Although the desert fathers, at least the more articulate of them, whose words survive, showed a considerable expertise in psychology and were refreshingly down to earth (If you see someone going to heaven by his own self-will grab his leg and pull him down again) they still essentially left the onus of responsibility on the individual monk.

But not everyone is capable of taking this responsibility. We find in later generation of monks much more tendency to regard it as essential for the young monk to have spiritual father, whom he will obey and whose teaching he will follow in everything. And this process led to a blurring of the distinction between cenobites (monks living in community) and the hermits. In the Greek church it became normal for a monk to begin in a monastic community and then move on to being a hermit.

Towards a rule of life

The Egyptian father’s insistence on humility and self-knowledge meant that they played down social responsibility;—It is no good ruining your own house in order to build someone else’s. In Palestine, Jerome (died 420) distinguished between monks and others on just this basis:- There are two ways of winning a fight. Monastic life is a deliberate running away from the risks of a more involved life. Even missionary activity is shunned: It is a monk’s business to weep, not to teach.

Not everyone accepted this. Basil of Caesarea (died 379) reformed monasticism in some parts of Asia Minor (modern Turkey) and turned it into something much more like present-day religious communities devoted to good works. And others followed suit. But this was the exception rather than the norm. In the churches of the Western Mediterranean, there were several independent developments. Augustine of Hippo (354-430) formed his cathedral clergy into a monastic community, an example taken up later in the Canons Regular. And in Gaul there was a monastic movement, associated chiefly with Martin of Tours (died 397), which was closer to the public holy man rejected in Egypt. But fairly quickly the Egyptian model was introduced, especially by John Cassian (died 435), leading to a more secluded form of monasticism. Cassian’s influence made for a monasticism more hidebound by its traditions. He was less prepared to trust individuals, whether as learners or as teachers, preferring a more impersonal tradition, expressed in conventional practices and doctrines.

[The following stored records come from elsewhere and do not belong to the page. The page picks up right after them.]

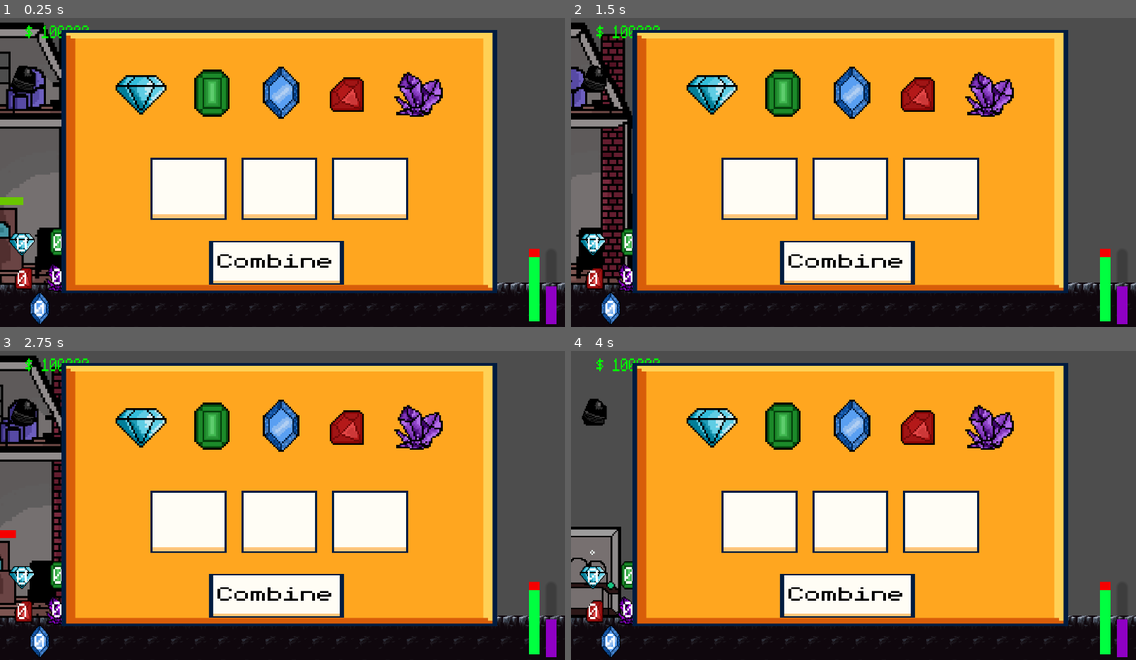
Above: before the commit, frames 1-4 (two rows, left to right).
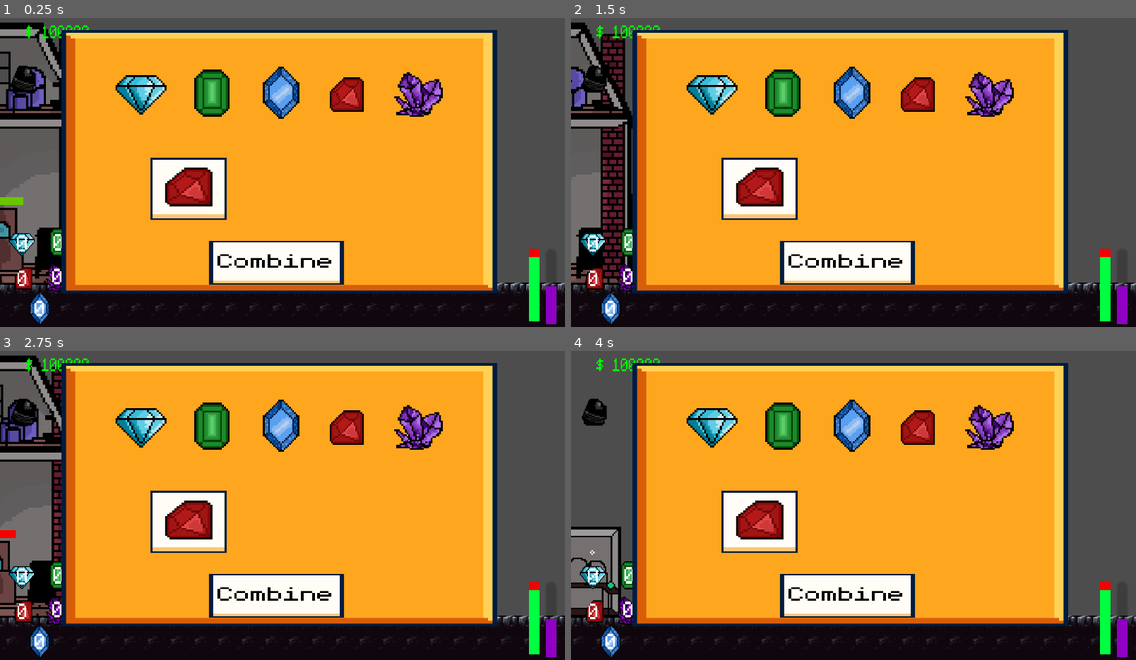
Above: after the commit, the same moments.

Repository: Jrees98/Pirate_Jam_15
Game: Godot game, scene res://Scenes/main.tscn
The game is run twice, just before and just after one commit, with the same random seed, the same clock (stepped at 60 frames per second) and the same inputs. The project has no main scene, so this scene is started directly.
Inputs (mouse positions are in pixels of both pictures, inside the frame that each line leads up to):
- Up to frame 1 (0.25 s): no input
- Up to frame 2 (1.5 s): click (847, 262) at 0.52 s; tap Enter at 1.25 s; move the mouse to (977, 150) at 1.27 s; hold D (move_right) from 1.28 s (still down); hold E (interact) from 1.28 s (still down)
- Up to frame 3 (2.75 s): move the mouse to (169, 517) at 2.02 s; release D (move_right) at 2.03 s; release E (interact) at 2.03 s; hold A (move_left) from 2.03 s (still down); tap M (minecart) at 2.1 s
- Up to frame 4 (4 s): move the mouse to (910, 431) at 2.77 s; release A (move_left) at 2.78 s; hold E (interact) 2.78-3.53 s; hold D (move_right) from 2.78 s (still down); move the mouse to (825, 564) at 3.52 s; tap M (minecart) at 3.6 s

The runs differ from the first frame. In frame 1, 6.4% of the frame differs, in the area x 29-73%, y 45-66%; in frame 2, 6.4%; in frame 3, 6.4%; in frame 4, 6.4%.

Commit message:
ui actually finished now

Diff:
--- a/Scenes/alchemist.tscn
+++ b/Scenes/alchemist.tscn
@@ -10,6 +10,7 @@
 [ext_resource type="Texture2D" uid="uid://pdom4vs0mqf6" path="res://Assets/Untitled 20.png" id="8_jcdsr"]
 [ext_resource type="Texture2D" uid="uid://bfpoipcw1glka" path="res://Assets/Untitled 15.png" id="9_xaolf"]
 [ext_resource type="Texture2D" uid="uid://s4ufnhdi0b5q" path="res://Assets/Untitled 19.png" id="10_pi2m2"]
+[ext_resource type="Texture2D" uid="uid://dfso8pcd2fm5q" path="res://Assets/UI_Flat_Select_01a2.png" id="11_5pxak"]
 
 [sub_resource type="AtlasTexture" id="AtlasTexture_1qv2i"]
 atlas = ExtResource("1_17htp")
@@ -181,15 +182,25 @@
 scale = Vector2(9.71875, 7.9375)
 texture = ExtResource("6_0huyd")
 
-[node name="Slot2" type="Sprite2D" parent="CanvasLayer/Panel/Background/Slots"]
-position = Vector2(1139, 732.875)
-scale = Vector2(9.71875, 7.9375)
-texture = ExtResource("6_0huyd")
-
-[node name="Slot3" type="Sprite2D" parent="CanvasLayer/Panel/Background/Slots"]
-position = Vector2(1509.1, 732.875)
-scale = Vector2(9.71875, 7.9375)
-texture = ExtResource("6_0huyd")
+[node name="Diamond" type="Sprite2D" parent="CanvasLayer/Panel/Background/Slots/Slot1"]
+visible = false
+texture = ExtResource("4_ojbbq")
+
+[node name="Emerald" type="Sprite2D" parent="CanvasLayer/Panel/Background/Slots/Slot1"]
+visible = false
+texture = ExtResource("4_mrn3j")
+
+[node name="Sapphire" type="Sprite2D" parent="CanvasLayer/Panel/Background/Slots/Slot1"]
+visible = false
+texture = ExtResource("8_jcdsr")
+
+[node name="Ruby" type="Sprite2D" parent="CanvasLayer/Panel/Background/Slots/Slot1"]
+position = Vector2(-1.94428, -2)
+texture = ExtResource("9_xaolf")
+
+[node name="Amethyst" type="Sprite2D" parent="CanvasLayer/Panel/Background/Slots/Slot1"]
+visible = false
+texture = ExtResource("10_pi2m2")
 
 [node name="Gems" type="Node" parent="CanvasLayer/Panel/Background"]
 
@@ -210,6 +221,12 @@
 theme_override_styles/disabled = SubResource("StyleBoxEmpty_g88vb")
 theme_override_styles/focus = SubResource("StyleBoxEmpty_w5npe")
 
+[node name="selector" type="Sprite2D" parent="CanvasLayer/Panel/Background/Gems/Diamond"]
+visible = false
+position = Vector2(0.625, 0)
+scale = Vector2(1.125, 1.12247)
+texture = ExtResource("11_5pxak")
+
 [node name="Emerald" type="Sprite2D" parent="CanvasLayer/Panel/Background/Gems"]
 position = Vector2(865, 350)
 scale = Vector2(8, 8.018)
@@ -226,6 +243,12 @@
 theme_override_styles/disabled = SubResource("StyleBoxEmpty_h5vfw")
 theme_override_styles/focus = SubResource("StyleBoxEmpty_esc2x")
 
+[node name="selector2" type="Sprite2D" parent="CanvasLayer/Panel/Background/Gems/Emerald"]
+visible = false
+position = Vector2(-0.25, -1.2472)
+scale = Vector2(1.125, 1.12247)
+texture = ExtResource("11_5pxak")
+
 [node name="Sapphire" type="Sprite2D" parent="CanvasLayer/Panel/Background/Gems"]
 position = Vector2(1150, 340)
 scale = Vector2(7.03976, 7.05642)
@@ -242,6 +265,12 @@
 theme_override_styles/disabled = SubResource("StyleBoxEmpty_2wvsg")
 theme_override_styles/focus = SubResource("StyleBoxEmpty_r65lc")
 
+[node name="selector3" type="Sprite2D" parent="CanvasLayer/Panel/Background/Gems/Sapphire"]
+visible = false
+position = Vector2(-0.284103, 0)
+scale = Vector2(1.27845, 1.27543)
+texture = ExtResource("11_5pxak")
+
 [node name="Ruby" type="Sprite2D" parent="CanvasLayer/Panel/Background/Gems"]
 position = Vector2(1400, 340)
 scale = Vector2(7.03976, 7.05642)
@@ -258,6 +287,12 @@
 theme_override_styles/disabled = SubResource("StyleBoxEmpty_xequk")
 theme_override_styles/focus = SubResource("StyleBoxEmpty_hbab3")
 
+[node name="selector4" type="Sprite2D" parent="CanvasLayer/Panel/Background/Gems/Ruby"]
+visible = false
+position = Vector2(3.12511, 0)
+scale = Vector2(1.27845, 1.27543)
+texture = ExtResource("11_5pxak")
+
 [node name="Amethyst" type="Sprite2D" parent="CanvasLayer/Panel/Background/Gems"]
 position = Vector2(1700, 340)
 scale = Vector2(7.03976, 7.05642)
@@ -274,5 +309,11 @@
 theme_override_styles/disabled = SubResource("StyleBoxEmpty_y56bu")
 theme_override_styles/focus = SubResource("StyleBoxEmpty_7s6ip")
 
+[node name="selector5" type="Sprite2D" parent="CanvasLayer/Panel/Background/Gems/Amethyst"]
+visible = false
+position = Vector2(0.142044, 0)
+scale = Vector2(1.27845, 1.27543)
+texture = ExtResource("11_5pxak")
+
 [connection signal="body_entered" from="." to="." method="_on_body_entered"]
 [connection signal="body_exited" from="." to="." method="_on_body_exited"]
Not shown: 1 places in Scenes/alchemist.tscn that only renumber resources
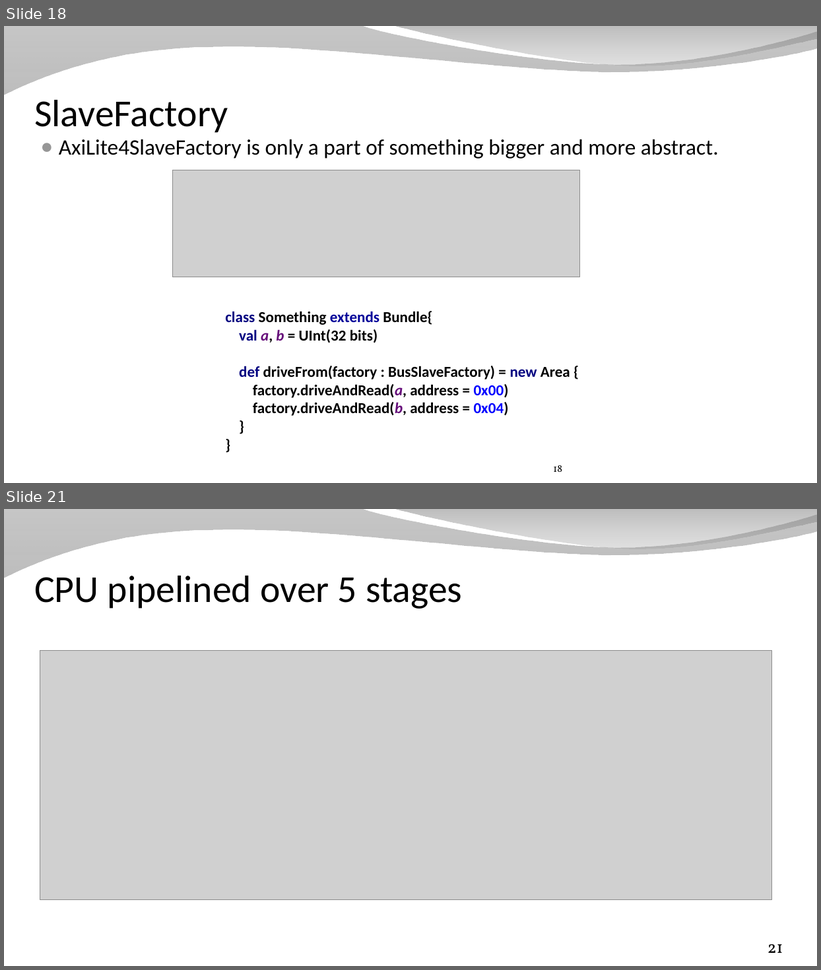
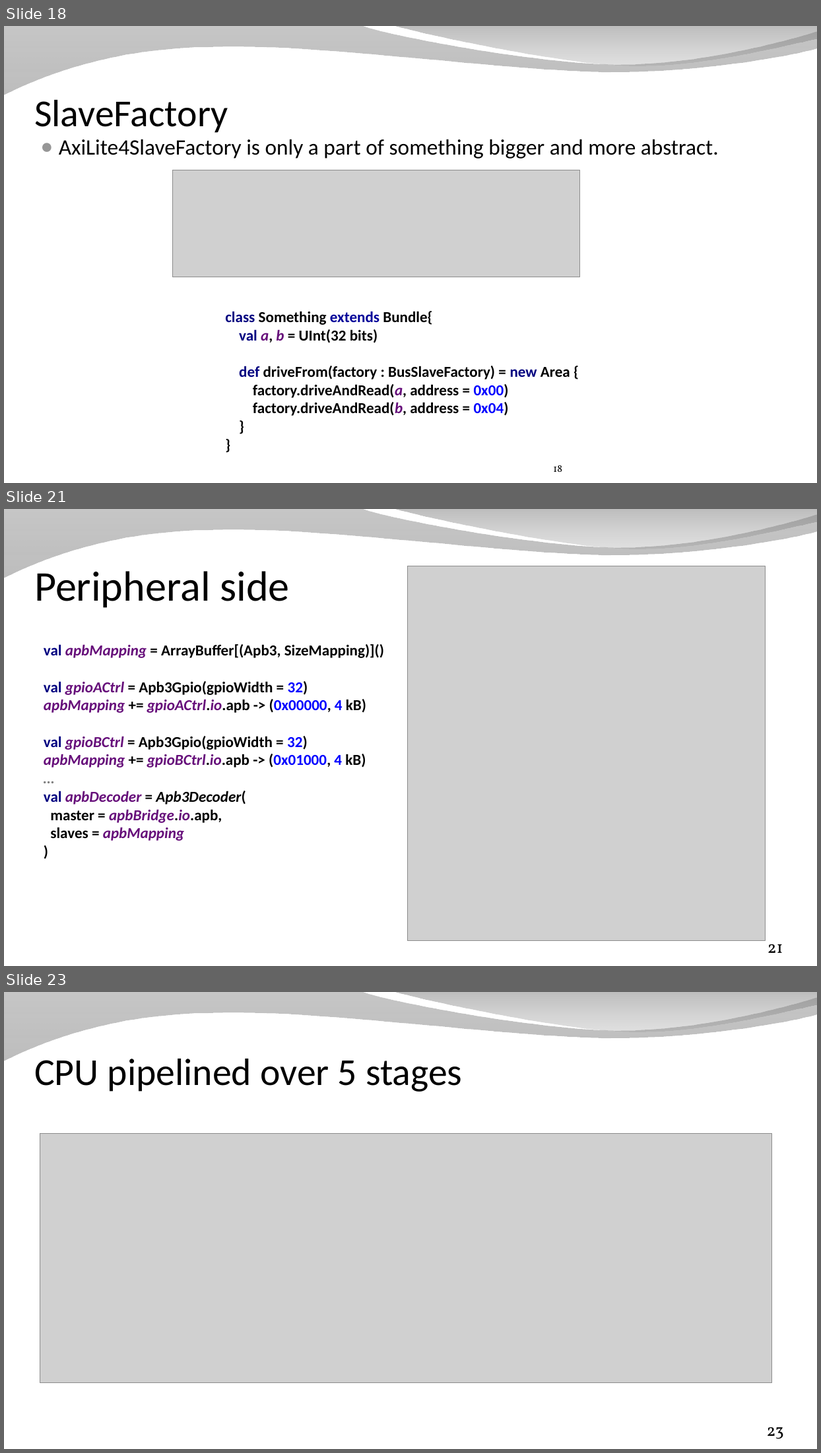
Before and after one commit to SpinalHDL/SpinalDoc, a slide deck: presentation/en/workshop/taste.odp. Shown one above the other, each under a label of ours: slides 18 and 21 before the commit, slides 18, 21 and 23 after it; the slides between them are not shown. The pictures are 821x970 and 821x1453 pixels, drawn with LibreOffice and Linux fonts; fonts in the diff are those of the drawing; grey boxes stand for pictures; background and template pictures are left out. Boxes give left, top, right and bottom in pixels: in the first picture for what was removed or moved away, otherwise in the second. Text is boxed around its words. In the diff, an @@ line names an element or a change of style, - is before the commit and + after.

```diff
--- a/presentation/en/workshop/taste.odp
+++ b/presentation/en/workshop/taste.odp
@@ slide 21 added at box(4, 509, 817, 966), background picture (left out); not listed: 2 template elements that a slide beside it also shows @@
@@ picture added at box(407, 566, 765, 941) @@
@@ title added at box(34, 571, 289, 608), 50 pt, text #000000 @@
+Peripheral side
@@ text added at box(44, 644, 384, 841), 18 pt, text #000000, bold @@
+val apbMapping = ArrayBuffer[(Apb3, SizeMapping)]()
+val gpioACtrl = Apb3Gpio(gpioWidth = 32)
+apbMapping += gpioACtrl.io.apb -> (0x00000, 4 kB)
+val gpioBCtrl = Apb3Gpio(gpioWidth = 32)
+apbMapping += gpioBCtrl.io.apb -> (0x01000, 4 kB)
+…
+val apbDecoder = Apb3Decoder(
+master = apbBridge.io.apb,
+slaves = apbMapping
+)
@@ page number added at box(768, 945, 783, 953), 20 pt, text #000000 @@
+21
@@ what was slide 21 is now slide 23 @@
@@ page number at box(767, 1428, 784, 1439): text changed @@
-21
+23
```
Also in this commit, not shown: 4 slides changed, 2 other slides added, 1 slide removed, 2 other files.

The process of tidying up went much further with the anonymous author of The Rule of the Master in the early sixth century. His aim was to take away all initiative from his monks and to make as many decisions as possible at the outset once and for all. The monks were supervised the whole day long. It was clearly assumed that any independence allowed to them would simply be abused.

This brings us to the time of the greatly influential Benedict of Nursia. He largely followed the Master, though with a rather less suspicious attitude. He did not snoop on his monks the whole time, but was clearly concerned to regulate their life fairly thoroughly, giving them a balanced diet of prayer, manual labour and readings. His Rule is famous for its equilibrium, but, as he himself recognized, it did not make for the higher adventures of the Christian life. It was a rule for beginners, as he said, and he presumably expected people to progress beyond it as hermits, though this never in fact became normal in Benedictine circles.

The organized monasteries of the West played an important role. They were oases of Christian civilization in a world relapsing into barbarism. And they provided an opportunity for people to escape from the temptations and distractions of life in the world to concentrate on serving God. Yet undoubtedly something had been lost. The earlier monastic adventure of self-discovery, renouncing all security for the sake of the gospel had faded into the background. In its place came something more mundane: an accepted monastic definition of life, with considerable material and spiritual security.